Keep up inspiring us with your cooking.
Blessings
Pati Jinich
Jul 25
Thanks Danielle for reaching out, let me know how it comes out with yogurt, sounds like a great idea to me. Enjoy 🙂
Doris Pender
Jun 12
The best cake I’ve ever made.
Instructions were easy to follow.
My family loved it- I served it with fresh fruit and wiped cream on the side for the children but the adults enjoyed it plain with a cup coffee
Thank you.
Pati Jinich
Jun 12
Yummy for both versions, thanks for sharing Doris!
Anita Hunter
Mar 17
I loved your story, on how you made this for your husband/beau’s grandmother, when you first met her. I have a coworker , who brings us employees, every week during the season, bags of fresh, local, organic and amazingly sweet/perfectly tangy oranges.
As a thank you, I will make him a new dessert each year, for him to take home, and one for us employees, to show case our bounty.
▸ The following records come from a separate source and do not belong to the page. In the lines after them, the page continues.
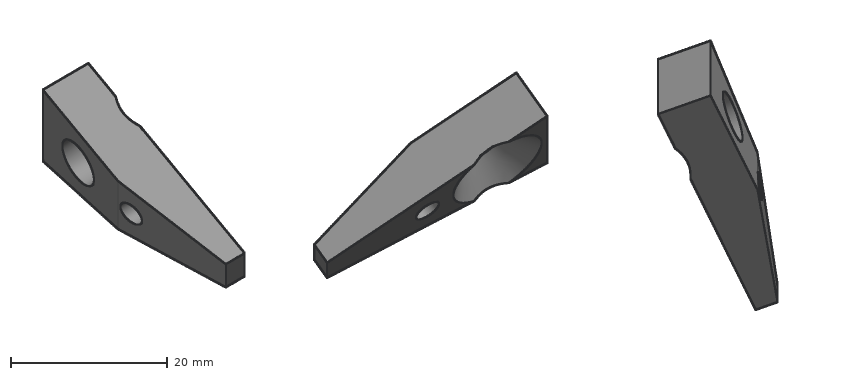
import cadquery as cq

length = 33.6
thickness = 7.25
root_height = 14.8
tip_height = 4.8
tip_thickness = 3.02
flat_length = 16.13

large_hole_x = 7.6
large_hole_diameter = 6.8
small_hole_x = 18.28
small_hole_diameter = 3.5

countersink_diameter = 13.47
countersink_depth = 4.03


def tapered_body():
    """Intersect the side taper with the thickness profile."""
    side_taper = (
        cq.Workplane("XZ")
        .polyline([
            (0, -root_height / 2),
            (length, -tip_height / 2),
            (length, tip_height / 2),
            (0, root_height / 2),
        ])
        .close()
        .extrude(thickness)
    )
    thickness_profile = (
        cq.Workplane("XY")
        .polyline([
            (0, 0),
            (length, 0),
            (length, -tip_thickness),
            (flat_length, -thickness),
            (0, -thickness),
        ])
        .close()
        .extrude(root_height / 2, both=True)
    )
    return side_taper.intersect(thickness_profile)


def through_hole(x, diameter):
    """Cylinder along Y spanning the full thickness."""
    return cq.Workplane("XZ").center(x, 0).circle(diameter / 2).extrude(thickness)


def back_countersink():
    """Cone narrowing from the back face down to the large hole."""
    return (
        cq.Workplane("XZ")
        .center(large_hole_x, 0)
        .circle(countersink_diameter / 2)
        .workplane(offset=countersink_depth)
        .circle(large_hole_diameter / 2)
        .loft(ruled=True)
    )


result = (
    tapered_body()
    .cut(through_hole(large_hole_x, large_hole_diameter))
    .cut(through_hole(small_hole_x, small_hole_diameter))
    .cut(back_countersink())
)

One year. I made this for him. I think it’s time, to hear the Tiger roar again, LOL. I will be making 2 of these, this weekend. Thank you for sharing.
Pati Jinich
Mar 20
Thanks so much Anita for spreading the love, hope you and your coworkers love this pound cake as much as I do 😉
Zoraida V. Pelaez
Feb 10
Where can I find the video for this recipe?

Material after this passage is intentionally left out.